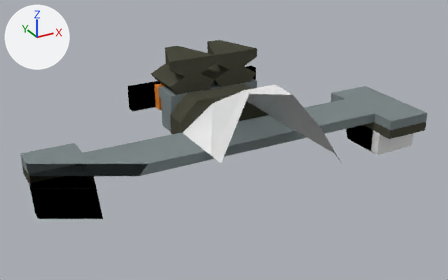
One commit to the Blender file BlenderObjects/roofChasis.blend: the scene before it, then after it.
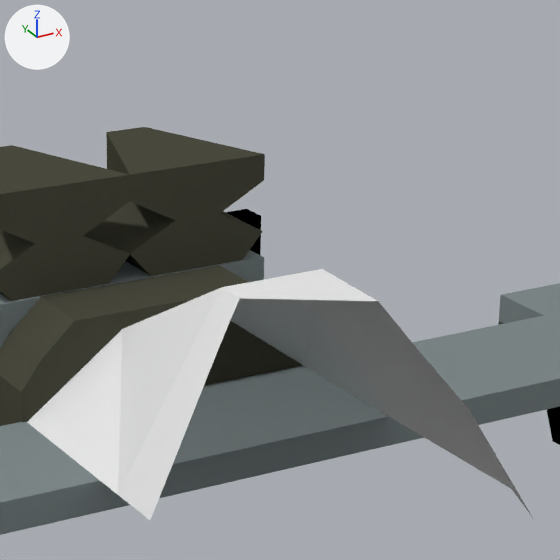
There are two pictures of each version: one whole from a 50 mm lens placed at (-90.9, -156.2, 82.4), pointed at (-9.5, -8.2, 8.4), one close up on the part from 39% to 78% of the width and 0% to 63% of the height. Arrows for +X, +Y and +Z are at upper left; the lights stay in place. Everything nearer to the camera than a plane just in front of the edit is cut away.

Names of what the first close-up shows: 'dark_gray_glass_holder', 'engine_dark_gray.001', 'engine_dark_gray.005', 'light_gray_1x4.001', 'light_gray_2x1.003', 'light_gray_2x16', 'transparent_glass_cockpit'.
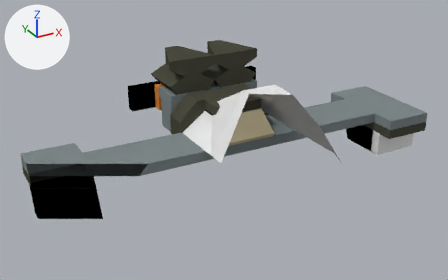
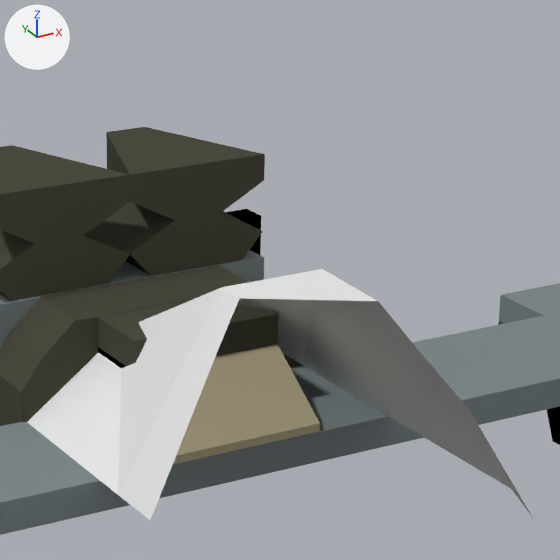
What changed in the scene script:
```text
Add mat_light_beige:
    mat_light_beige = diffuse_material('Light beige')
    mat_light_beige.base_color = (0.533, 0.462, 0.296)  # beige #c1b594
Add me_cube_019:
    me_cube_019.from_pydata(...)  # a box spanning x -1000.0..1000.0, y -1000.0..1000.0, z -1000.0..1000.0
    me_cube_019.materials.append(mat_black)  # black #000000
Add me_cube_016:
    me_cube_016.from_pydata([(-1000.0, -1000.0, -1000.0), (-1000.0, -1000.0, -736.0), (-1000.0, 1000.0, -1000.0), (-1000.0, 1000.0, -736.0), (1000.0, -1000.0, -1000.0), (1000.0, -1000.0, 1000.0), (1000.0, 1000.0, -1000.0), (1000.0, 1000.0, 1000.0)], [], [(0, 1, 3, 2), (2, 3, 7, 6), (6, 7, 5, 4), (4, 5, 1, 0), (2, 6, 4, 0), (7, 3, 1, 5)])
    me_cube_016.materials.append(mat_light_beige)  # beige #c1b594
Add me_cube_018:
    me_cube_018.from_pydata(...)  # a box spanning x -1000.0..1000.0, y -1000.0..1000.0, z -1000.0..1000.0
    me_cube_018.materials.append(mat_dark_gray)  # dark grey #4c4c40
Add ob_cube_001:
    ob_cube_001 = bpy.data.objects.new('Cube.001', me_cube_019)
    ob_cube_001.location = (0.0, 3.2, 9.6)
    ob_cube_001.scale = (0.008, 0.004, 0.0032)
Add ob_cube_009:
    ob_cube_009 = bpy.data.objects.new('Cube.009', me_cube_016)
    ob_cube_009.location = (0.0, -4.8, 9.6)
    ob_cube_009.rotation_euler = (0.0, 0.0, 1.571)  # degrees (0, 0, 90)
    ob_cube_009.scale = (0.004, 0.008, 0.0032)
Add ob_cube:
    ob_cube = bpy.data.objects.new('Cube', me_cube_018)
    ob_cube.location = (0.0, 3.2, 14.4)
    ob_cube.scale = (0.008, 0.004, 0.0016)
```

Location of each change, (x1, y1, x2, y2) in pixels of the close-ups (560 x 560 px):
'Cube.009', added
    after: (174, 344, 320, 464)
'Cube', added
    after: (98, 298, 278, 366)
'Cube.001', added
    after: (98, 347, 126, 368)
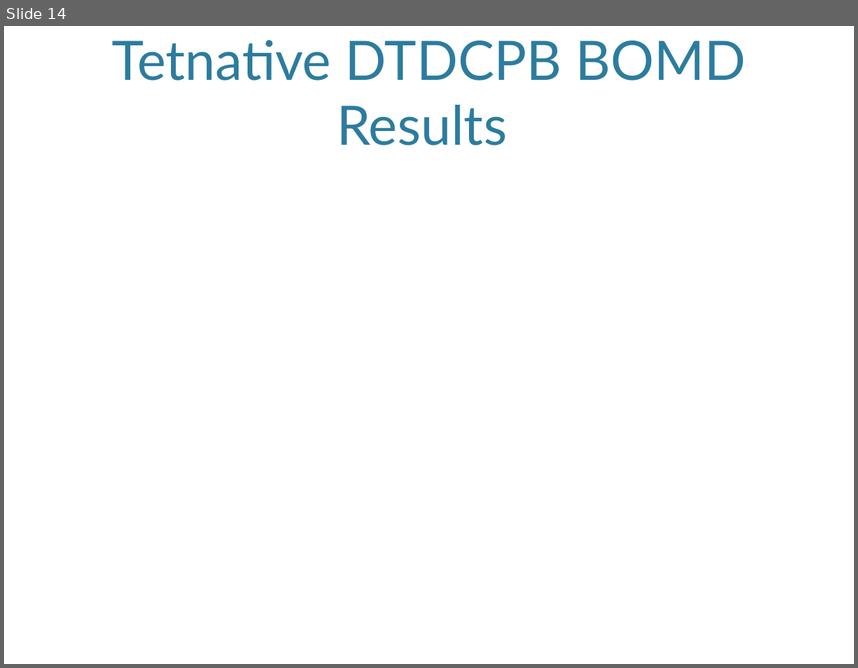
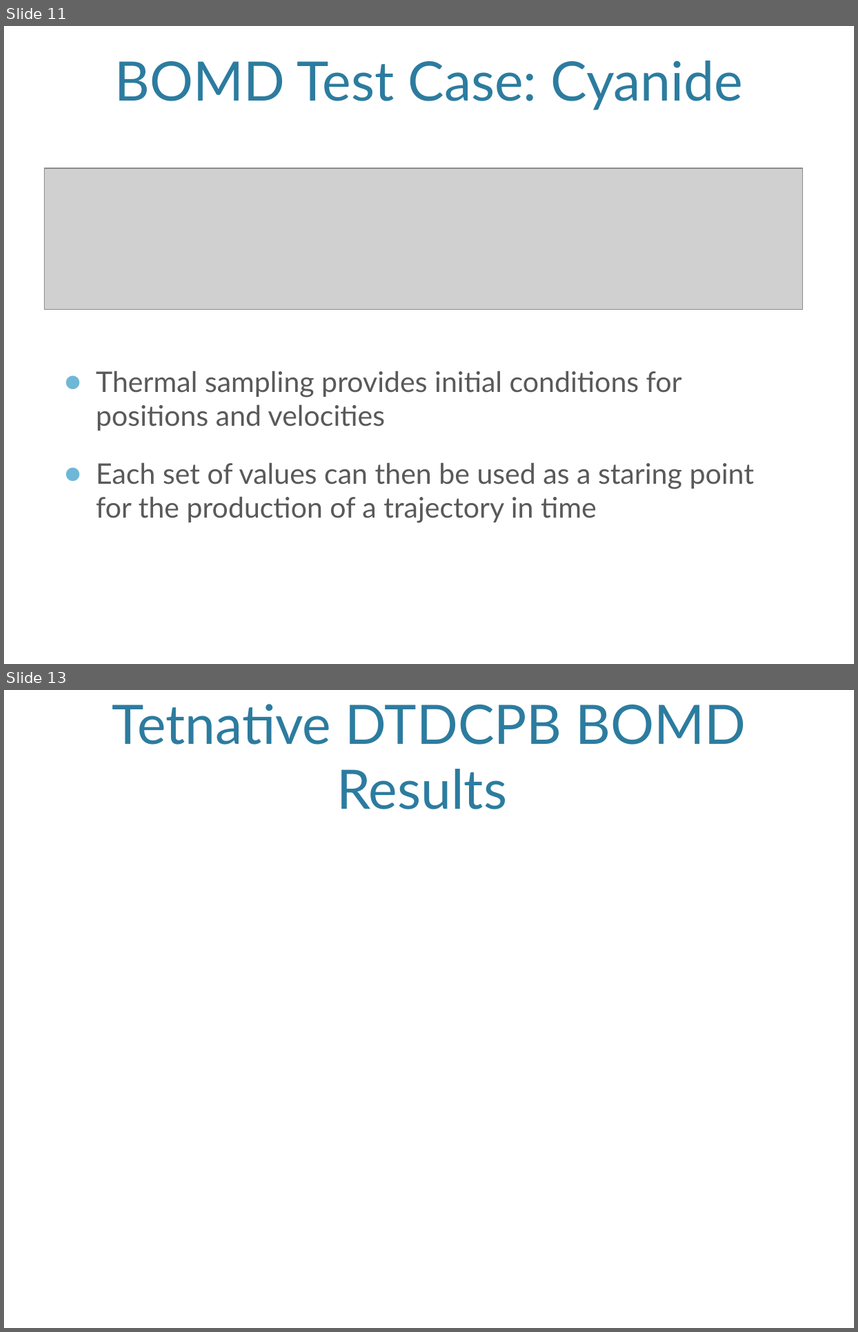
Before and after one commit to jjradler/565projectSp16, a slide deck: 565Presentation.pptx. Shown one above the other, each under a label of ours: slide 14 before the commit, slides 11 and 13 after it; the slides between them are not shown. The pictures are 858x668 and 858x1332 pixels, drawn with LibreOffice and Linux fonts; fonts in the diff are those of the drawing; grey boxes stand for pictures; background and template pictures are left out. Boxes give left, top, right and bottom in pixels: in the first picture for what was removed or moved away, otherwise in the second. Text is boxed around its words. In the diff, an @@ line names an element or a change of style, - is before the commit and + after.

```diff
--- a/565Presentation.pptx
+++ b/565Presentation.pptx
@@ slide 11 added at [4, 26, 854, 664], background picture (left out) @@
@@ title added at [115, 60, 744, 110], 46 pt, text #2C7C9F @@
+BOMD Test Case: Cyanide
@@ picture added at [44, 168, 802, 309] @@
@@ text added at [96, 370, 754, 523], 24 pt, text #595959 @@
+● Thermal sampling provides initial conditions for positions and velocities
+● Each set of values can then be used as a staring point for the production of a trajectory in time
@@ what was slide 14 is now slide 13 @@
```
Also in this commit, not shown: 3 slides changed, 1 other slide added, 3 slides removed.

REQUIRED ACTION: The pictures are not part of the copy. Retype everything else in the entries exactly.

ANSWER TO THIS PROBLEM:
One commit to the Blender file BlenderObjects/roofChasis.blend: the scene before it, then after it.
There are two pictures of each version: one whole from a 50 mm lens placed at (-90.9, -156.2, 82.4), pointed at (-9.5, -8.2, 8.4), one close up on the part from 39% to 78% of the width and 0% to 63% of the height. Arrows for +X, +Y and +Z are at upper left; the lights stay in place. Everything nearer to the camera than a plane just in front of the edit is cut away.

Names of what the first close-up shows: 'dark_gray_glass_holder', 'engine_dark_gray.001', 'engine_dark_gray.005', 'light_gray_1x4.001', 'light_gray_2x1.003', 'light_gray_2x16', 'transparent_glass_cockpit'.
What changed in the scene script:
```text
Add mat_light_beige:
    mat_light_beige = diffuse_material('Light beige')
    mat_light_beige.base_color = (0.533, 0.462, 0.296)  # beige #c1b594
Add me_cube_019:
    me_cube_019.from_pydata(...)  # a box spanning x -1000.0..1000.0, y -1000.0..1000.0, z -1000.0..1000.0
    me_cube_019.materials.append(mat_black)  # black #000000
Add me_cube_016:
    me_cube_016.from_pydata([(-1000.0, -1000.0, -1000.0), (-1000.0, -1000.0, -736.0), (-1000.0, 1000.0, -1000.0), (-1000.0, 1000.0, -736.0), (1000.0, -1000.0, -1000.0), (1000.0, -1000.0, 1000.0), (1000.0, 1000.0, -1000.0), (1000.0, 1000.0, 1000.0)], [], [(0, 1, 3, 2), (2, 3, 7, 6), (6, 7, 5, 4), (4, 5, 1, 0), (2, 6, 4, 0), (7, 3, 1, 5)])
    me_cube_016.materials.append(mat_light_beige)  # beige #c1b594
Add me_cube_018:
    me_cube_018.from_pydata(...)  # a box spanning x -1000.0..1000.0, y -1000.0..1000.0, z -1000.0..1000.0
    me_cube_018.materials.append(mat_dark_gray)  # dark grey #4c4c40
Add ob_cube_001:
    ob_cube_001 = bpy.data.objects.new('Cube.001', me_cube_019)
    ob_cube_001.location = (0.0, 3.2, 9.6)
    ob_cube_001.scale = (0.008, 0.004, 0.0032)
Add ob_cube_009:
    ob_cube_009 = bpy.data.objects.new('Cube.009', me_cube_016)
    ob_cube_009.location = (0.0, -4.8, 9.6)
    ob_cube_009.rotation_euler = (0.0, 0.0, 1.571)  # degrees (0, 0, 90)
    ob_cube_009.scale = (0.004, 0.008, 0.0032)
Add ob_cube:
    ob_cube = bpy.data.objects.new('Cube', me_cube_018)
    ob_cube.location = (0.0, 3.2, 14.4)
    ob_cube.scale = (0.008, 0.004, 0.0016)
```

Location of each change, (x1, y1, x2, y2) in pixels of the close-ups (560 x 560 px):
'Cube.009', added
    after: (174, 344, 320, 464)
'Cube', added
    after: (98, 298, 278, 366)
'Cube.001', added
    after: (98, 347, 126, 368)
Before and after one commit to jjradler/565projectSp16, a slide deck: 565Presentation.pptx. Shown one above the other, each under a label of ours: slide 14 before the commit, slides 11 and 13 after it; the slides between them are not shown. The pictures are 858x668 and 858x1332 pixels, drawn with LibreOffice and Linux fonts; fonts in the diff are those of the drawing; grey boxes stand for pictures; background and template pictures are left out. Boxes give left, top, right and bottom in pixels: in the first picture for what was removed or moved away, otherwise in the second. Text is boxed around its words. In the diff, an @@ line names an element or a change of style, - is before the commit and + after.

```diff
--- a/565Presentation.pptx
+++ b/565Presentation.pptx
@@ slide 11 added at [4, 26, 854, 664], background picture (left out) @@
@@ title added at [115, 60, 744, 110], 46 pt, text #2C7C9F @@
+BOMD Test Case: Cyanide
@@ picture added at [44, 168, 802, 309] @@
@@ text added at [96, 370, 754, 523], 24 pt, text #595959 @@
+● Thermal sampling provides initial conditions for positions and velocities
+● Each set of values can then be used as a staring point for the production of a trajectory in time
@@ what was slide 14 is now slide 13 @@
```
Also in this commit, not shown: 3 slides changed, 1 other slide added, 3 slides removed.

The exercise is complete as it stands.